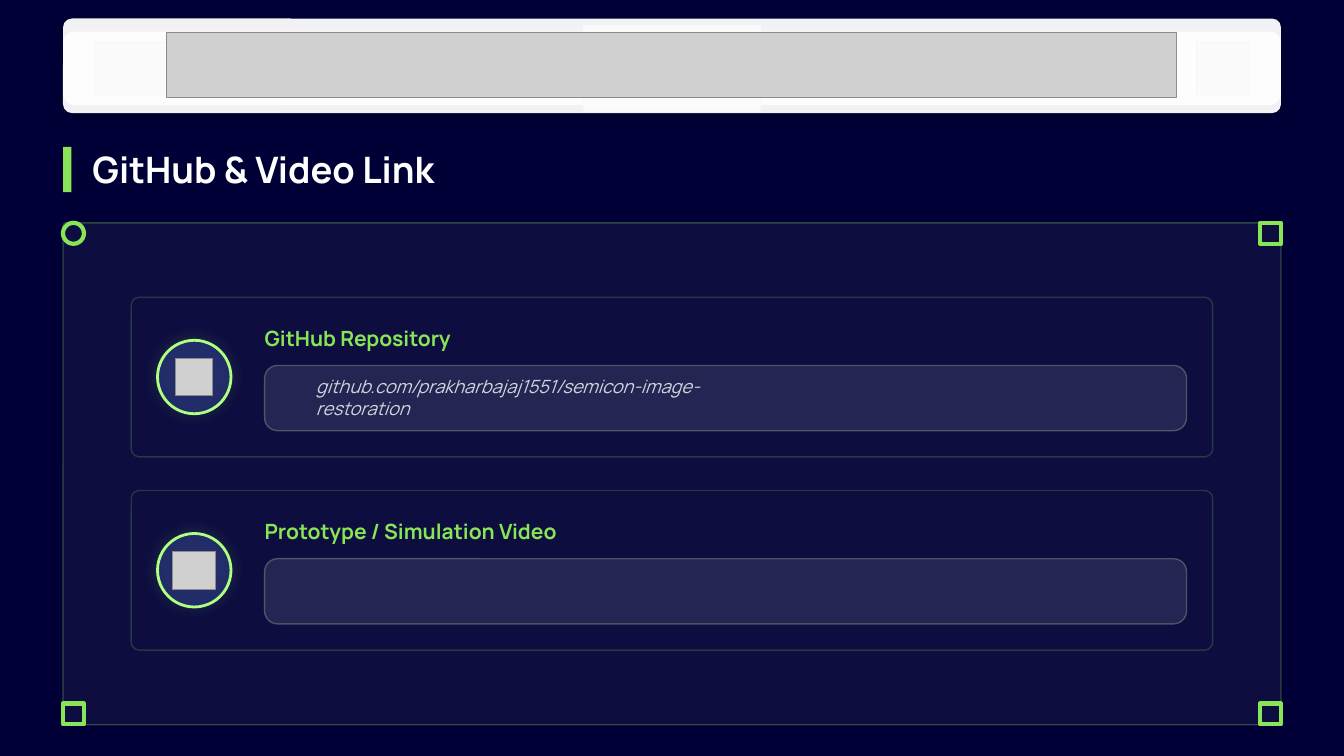
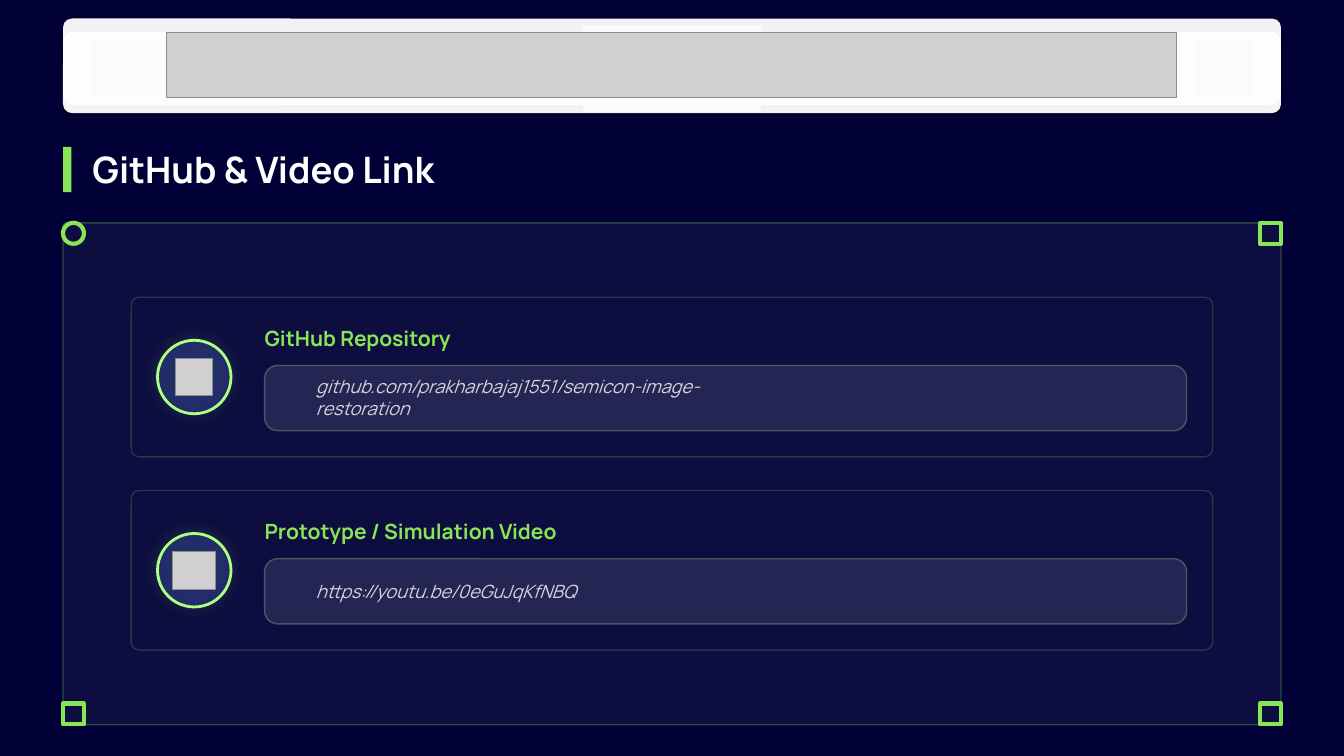
Before and after one commit to prakharbajaj1551/semicon-image-restoration, a slide deck: slide 8 of BYTE BRIGADE_PS01.pptx. Drawn at 1344x756 pixels with LibreOffice and Linux fonts; fonts in the diff are those of the drawing; grey boxes stand for pictures; background and template pictures are left out; a plain dark background stands for a picture behind light text. Boxes give left, top, right and bottom in pixels: in the first picture for what was removed or moved away, otherwise in the second. Text is boxed around its words. In the diff, an @@ line names an element or a change of style, - is before the commit and + after.

Commit message:
Point slide 8 at the final demo video
The video link text box had been lost from the deck, leaving the label and
its card with nothing inside. Restored by cloning the GitHub link box so
the styling matches, and set to the final recording.

```diff
--- a/BYTE BRIGADE_PS01.pptx
+++ b/BYTE BRIGADE_PS01.pptx
@@ text added at <box>316,584,576,603</box>, 13 pt, text #D1D5DB, italic @@
+https://youtu.be/0eGuJqKfNBQ
```
Also in this commit, not shown: 1 other file.

= What to produce =
Print the listing exactly, pictures excluded.

= Worked solution =
Before and after one commit to prakharbajaj1551/semicon-image-restoration, a slide deck: slide 8 of BYTE BRIGADE_PS01.pptx. Drawn at 1344x756 pixels with LibreOffice and Linux fonts; fonts in the diff are those of the drawing; grey boxes stand for pictures; background and template pictures are left out; a plain dark background stands for a picture behind light text. Boxes give left, top, right and bottom in pixels: in the first picture for what was removed or moved away, otherwise in the second. Text is boxed around its words. In the diff, an @@ line names an element or a change of style, - is before the commit and + after.

Commit message:
Point slide 8 at the final demo video
The video link text box had been lost from the deck, leaving the label and
its card with nothing inside. Restored by cloning the GitHub link box so
the styling matches, and set to the final recording.

```diff
--- a/BYTE BRIGADE_PS01.pptx
+++ b/BYTE BRIGADE_PS01.pptx
@@ text added at <box>316,584,576,603</box>, 13 pt, text #D1D5DB, italic @@
+https://youtu.be/0eGuJqKfNBQ
```
Also in this commit, not shown: 1 other file.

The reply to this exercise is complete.